Sushi with kimchi and yam, or fried chicken and cabbage

Since opening Fat Salmon in 2010, chef Shawn Yoo has added unique sushi offerings to the extensive menu, flavors that go beyond spicy tuna and California rolls. Two that recently became permanent additions are the kimchi ya and the karaage papuru, inspired by flavors in Korean and in Japanese fast food.

Yoo wanted to incorporate kimchi, a Korean dish made from fermented cabbage, into a sushi roll. He rolled up yam tempura with cucumber and topped it with kimchi, sesame seeds, and scallions. The flavors come together in a tangy, slightly crunchy bite with acidity and some sweetness.

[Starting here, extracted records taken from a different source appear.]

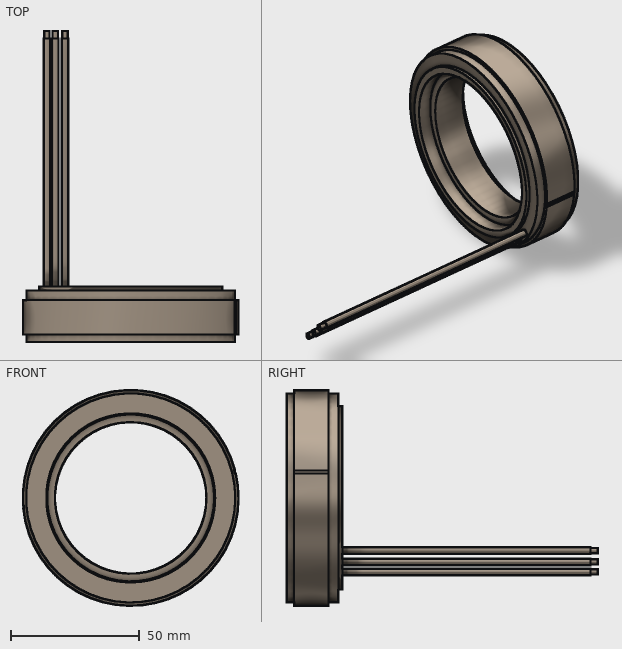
import cadquery as cq
import math


band_front = 2.9
band_back = 16.3
stator_back = 20.0
collar_back = 21.6

band_radius = 41.9
stator_radius = 40.6
collar_radius = 35.6
stator_bore_radius = 32.7

air_gap = 0.2
rotor_radius = stator_bore_radius - air_gap
rotor_bore_radius = 29.4
rotor_front = band_front
rotor_back = band_back

groove_width = 1.2
groove_depth = 0.2
groove_angles = (14.0, 184.9)

lead_end = 120.8
bare_length = 2.9
lead_radius = 1.3
bare_radius = 1.1
lead_circle_radius = 38.4
lead_middle_angle = 220.3
lead_pitch_angle = 8.1


def cylinder(radius, start, end, x=0, z=0):
    """Solid cylinder parallel to Y between two Y positions."""
    return cq.Workplane("XZ", origin=(x, start, z)).circle(radius).extrude(start - end)


def make_lead(angle):
    """Insulated lead with a thinner bare tip."""
    x = lead_circle_radius * math.cos(math.radians(angle))
    z = lead_circle_radius * math.sin(math.radians(angle))
    insulation = cylinder(lead_radius, stator_back, lead_end - bare_length, x, z)
    return insulation.union(cylinder(bare_radius, lead_end - bare_length, lead_end, x, z))


def make_groove(angle):
    """Cutter for one axial groove, reaching as far outside the band as inside."""
    length = band_back - band_front
    cutter = cq.Workplane("XY").box(2 * groove_depth, length, groove_width)
    cutter = cutter.translate((band_radius, band_front + length / 2, 0))
    return cutter.rotate((0, 0, 0), (0, 1, 0), -angle)


def make_stator():
    body = cylinder(stator_radius, 0, stator_back)
    body = body.union(cylinder(band_radius, band_front, band_back))
    body = body.union(cylinder(collar_radius, stator_back, collar_back))
    body = body.cut(cylinder(stator_bore_radius, 0, collar_back))
    for angle in groove_angles:
        body = body.cut(make_groove(angle))
    for step in (-1, 0, 1):
        body = body.union(make_lead(lead_middle_angle + step * lead_pitch_angle))
    return body


def make_rotor():
    return cylinder(rotor_radius, rotor_front, rotor_back).cut(
        cylinder(rotor_bore_radius, rotor_front, rotor_back)
    )


stator = make_stator()
rotor = make_rotor()
result = cq.Compound.makeCompound([stator.val(), rotor.val()])

For the karaage papuru, he took Japanese-style fried chicken and combined it with scallion and spicy mayo, then topped it with purple (papuru in Japanese) cabbage to add a touch of freshness. The result is crunchy, salty, indulgent, and addictive.

“I wanted to add another flavor, and in Japan people serve it with white cabbage,” he said. “But I didn’t want to do that. Purple cabbage is more interesting.”

Kimchi ya and karaage papuru rolls, $13 and $13.50 for an eight-piece roll; Fat Salmon, 719 Walnut St.; 215-928-8881; fatsalmonrestaurant.com.